>>>>

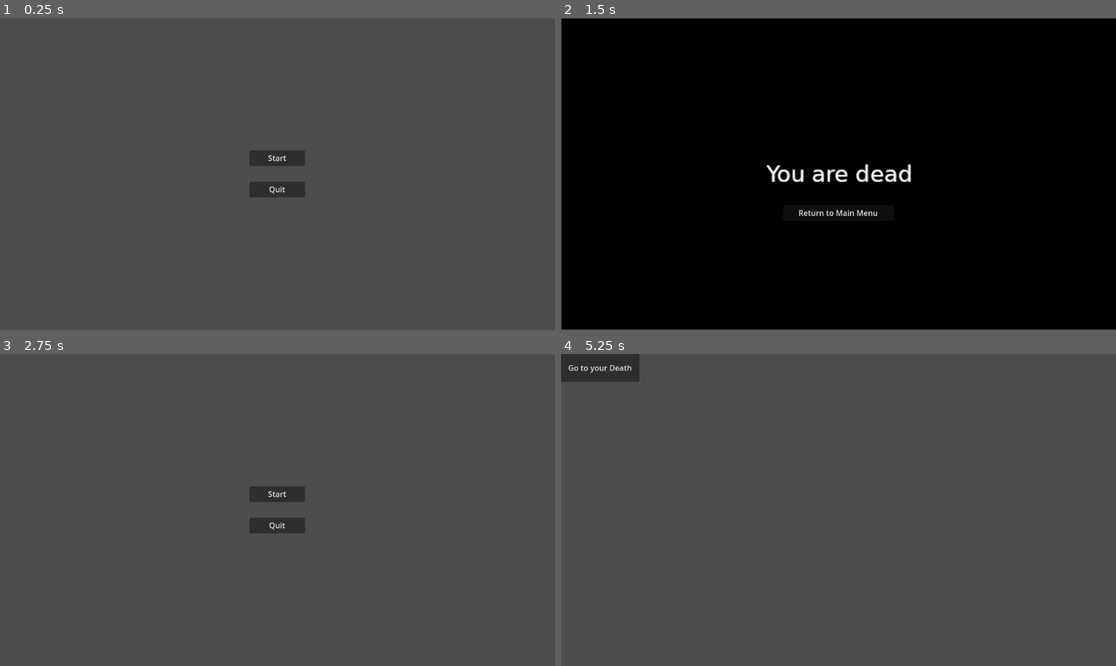
Above: before the commit, frames 1-4 (two rows, left to right).
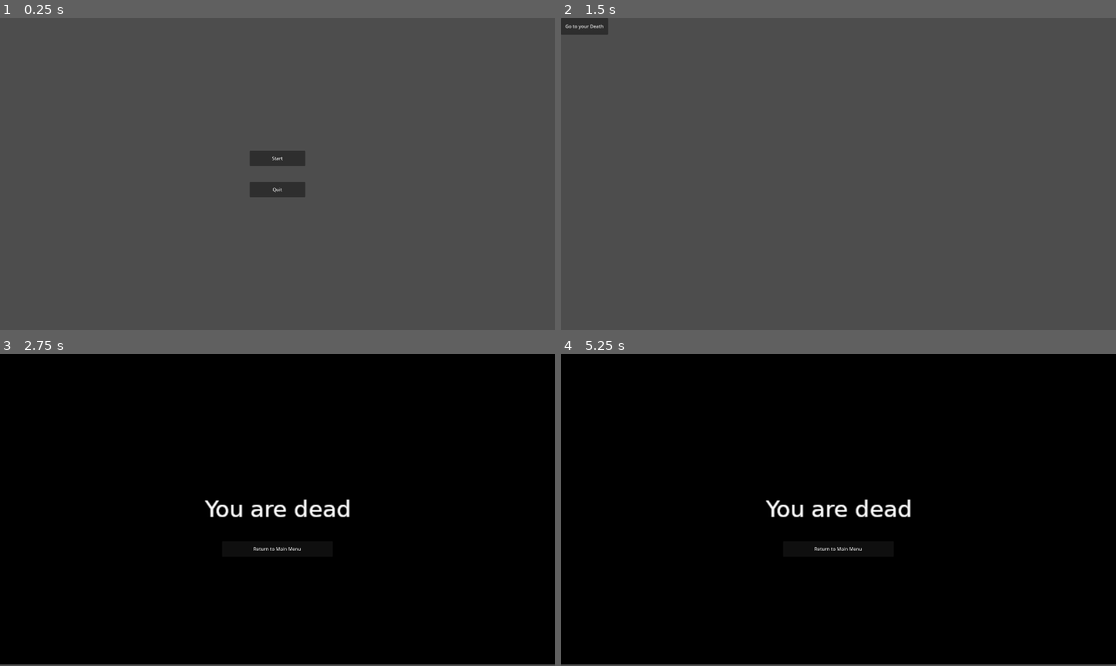
Above: after the commit, the same moments.

Repository: boswotcher/game-jam-07-2024
Game: Godot game, scene res://Scenes/title_screen.tscn
Two runs of this game, one before a commit and one after it. Both use one fixed random seed, a clock stepped at 60 frames per second and the inputs below.
Inputs:
- Up to frame 1 (0.25 s): no input
- Up to frame 2 (1.5 s): click "Start" at 0.5 s; click "Go to your Death" (after the commit: "Select") at 1.25 s
- Up to frame 3 (2.75 s): click "Return to Main Menu" (after the commit: "Go to your Death") at 2 s
- Up to frame 4 (5.25 s): click "Start" (after the commit: "Return to Main Menu") at 2.75 s; click "Go to your Death" (after the commit: "Start") at 3.5 s; click "Return to Main Menu" (after the commit: "Select") at 4.25 s; click "Start" (after the commit: "Go to your Death") at 5 s

The runs differ from the first frame. In frame 1, less than 0.1% of the frame differs, in the area x 48-52%, y 43-57%; in frame 2, 99%; in frame 3, 99%, in the area x 0-100%, y 0-100%; in frame 4, 99%.

Commit message:
Add Character Select Screen

Diff:
--- /dev/null
+++ b/Scenes/CharacterSelect.tscn
@@ -0,0 +1,25 @@
+[gd_scene load_steps=2 format=3 uid="uid://c5jfm2m1l7k1y"]
+
+[ext_resource type="Script" path="res://Scripts/character_select_button.gd" id="1_1adkk"]
+
+[node name="CharacterSelect" type="Control"]
+layout_mode = 3
+anchors_preset = 15
+anchor_right = 1.0
+anchor_bottom = 1.0
+grow_horizontal = 2
+grow_vertical = 2
+
+[node name="CharacterSelectButton" type="Button" parent="."]
+layout_mode = 1
+anchors_preset = -1
+anchor_left = 0.45
+anchor_top = 0.7
+anchor_right = 0.55
+anchor_bottom = 0.75
+offset_right = 8.0
+offset_bottom = 8.0
+text = "Select"
+script = ExtResource("1_1adkk")
+
+[connection signal="pressed" from="CharacterSelectButton" to="CharacterSelectButton" method="_on_pressed"]
--- a/death_screen.tscn
+++ b/Scenes/death_screen.tscn
@@ -12,9 +12,9 @@
 grow_vertical = 2
 
 [node name="Sprite2D" type="Sprite2D" parent="."]
-position = Vector2(577.5, 324)
-scale = Vector2(1.81005, 1.80447)
+scale = Vector2(3.017, 3)
 texture = ExtResource("1_3npdg")
+centered = false
 
 [node name="ReturnButton" type="Button" parent="."]
 layout_mode = 1
--- a/Scenes/main.tscn
+++ b/Scenes/main.tscn
@@ -1,6 +1,6 @@
 [gd_scene load_steps=2 format=3 uid="uid://ci8ab86c4bvb7"]
 
-[ext_resource type="Script" path="res://Scenes/Main.gd" id="1_4cshe"]
+[ext_resource type="Script" path="res://Scripts/Main.gd" id="1_4cshe"]
 
 [node name="Main" type="Node2D"]
 
--- a/Scenes/Main.gd
+++ b/Scripts/Main.gd
@@ -2,5 +2,5 @@
 
 
 func _on_pressed():
-	get_tree().change_scene_to_file("res://death_screen.tscn")
+	get_tree().change_scene_to_file("res://Scenes/death_screen.tscn")
 	pass # Replace with function body.
--- a/Scripts/TitleScreen.gd
+++ b/Scripts/TitleScreen.gd
@@ -6,5 +6,5 @@
 
 
 func _on_pressed():
-	get_tree().change_scene_to_file("res://Scenes/main.tscn")
+	get_tree().change_scene_to_file("res://Scenes/CharacterSelect.tscn")
 	pass # Replace with function body.
--- /dev/null
+++ b/Scripts/character_select_button.gd
@@ -0,0 +1,6 @@
+extends Button
+
+
+func _on_pressed():
+	get_tree().change_scene_to_file("res://Scenes/main.tscn")
+	pass # Replace with function body.
--- a/project.godot
+++ b/project.godot
@@ -14,3 +14,8 @@
 run/main_scene="res://Scenes/title_screen.tscn"
 config/features=PackedStringArray("4.2", "Forward Plus")
 config/icon="res://icon.svg"
+
+[display]
+
+window/size/viewport_width=1920
+window/size/viewport_height=1080

<<<<

[Task]
Take every line from the records that holds "ExtResource" and copy it down.

[Output below]
+script = ExtResource("1_1adkk")
 texture = ExtResource("1_3npdg")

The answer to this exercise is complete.